Stored items from a collection:
##############################
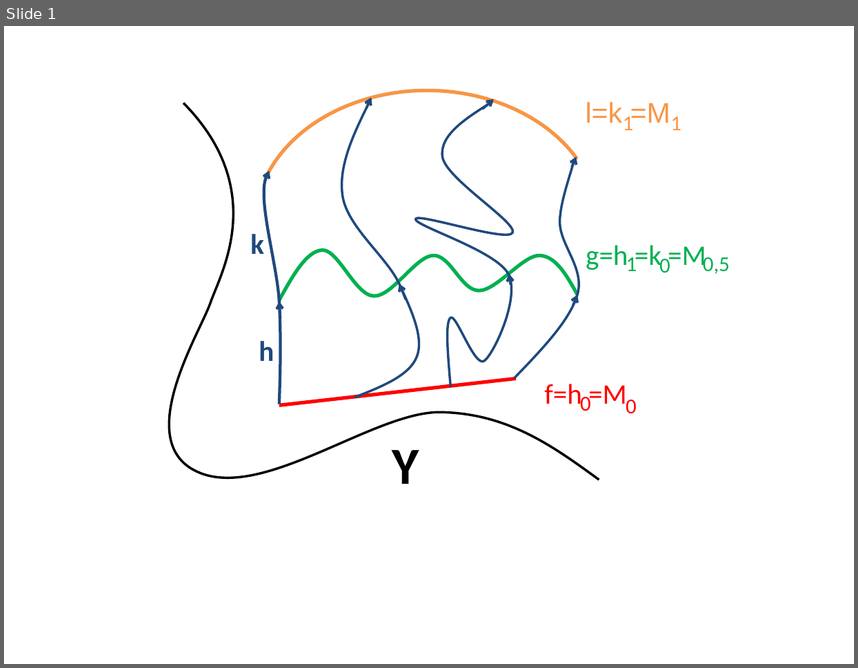
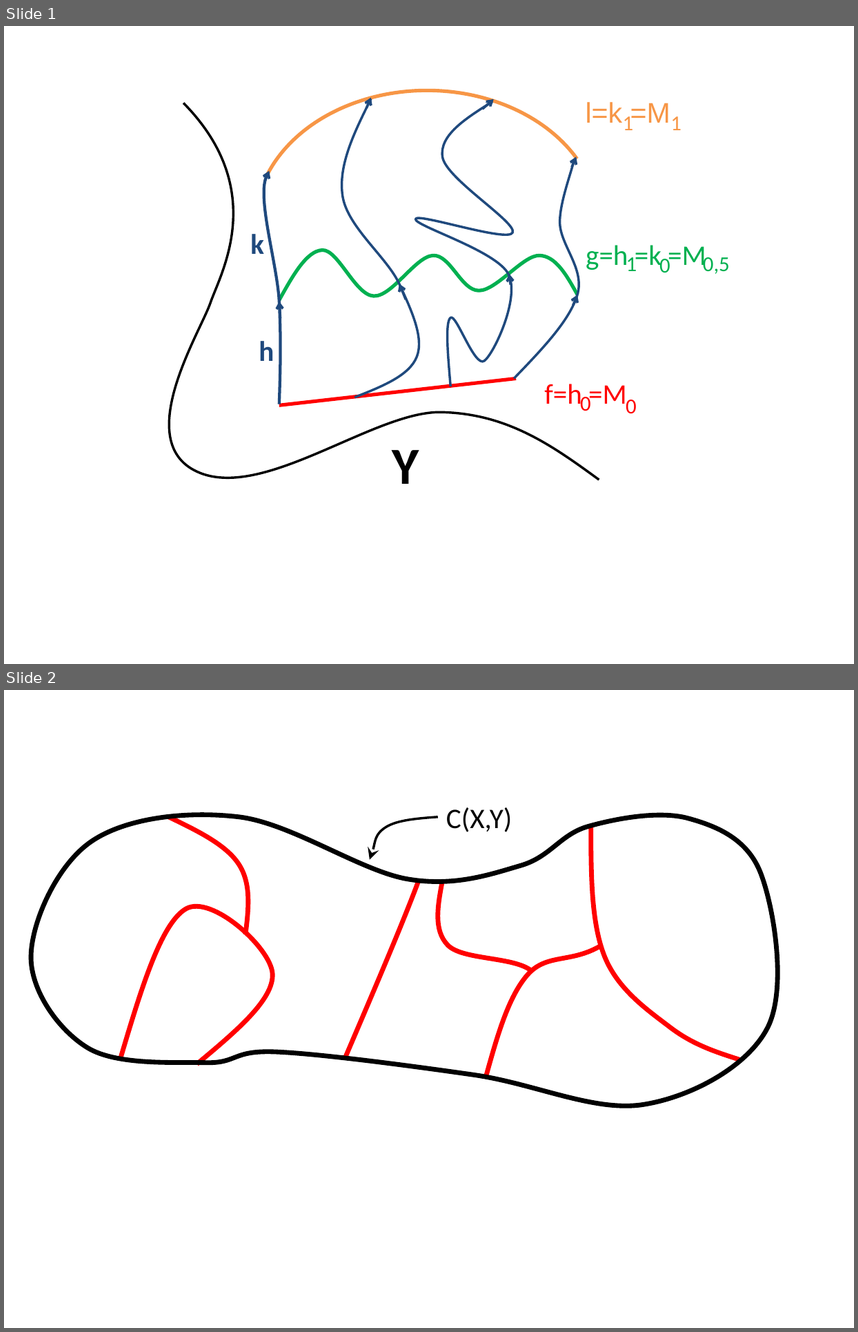
Before and after one commit to lutteropp/GeoTopo, a slide deck: images/Bilder.pptx. Shown one above the other, each under a label of ours: slide 1 before the commit, slides 1 and 2 after it. The pictures are 858x668 and 858x1332 pixels, drawn with LibreOffice and Linux fonts; fonts in the diff are those of the drawing. Boxes give left, top, right and bottom in pixels: in the first picture for what was removed or moved away, otherwise in the second. Text is boxed around its words. In the diff, an @@ line names an element or a change of style, - is before the commit and + after.

```diff
--- a/images/Bilder.pptx
+++ b/images/Bilder.pptx
@@ slide 2 added at (4,690,854,1328), background #FFFFFF @@
@@ group added at (31,807,777,1105): 8 freeform shapes, 1 text @@
+C(X,Y)
```
Also in this commit, not shown: 11 other slides added, 13 other files.
##############################
#### [TASK]
Return every line in the records that includes the string "added".

#### [EXERCISE RESULT]
@@ slide 2 added at (4,690,854,1328), background #FFFFFF @@
@@ group added at (31,807,777,1105): 8 freeform shapes, 1 text @@
Also in this commit, not shown: 11 other slides added, 13 other files.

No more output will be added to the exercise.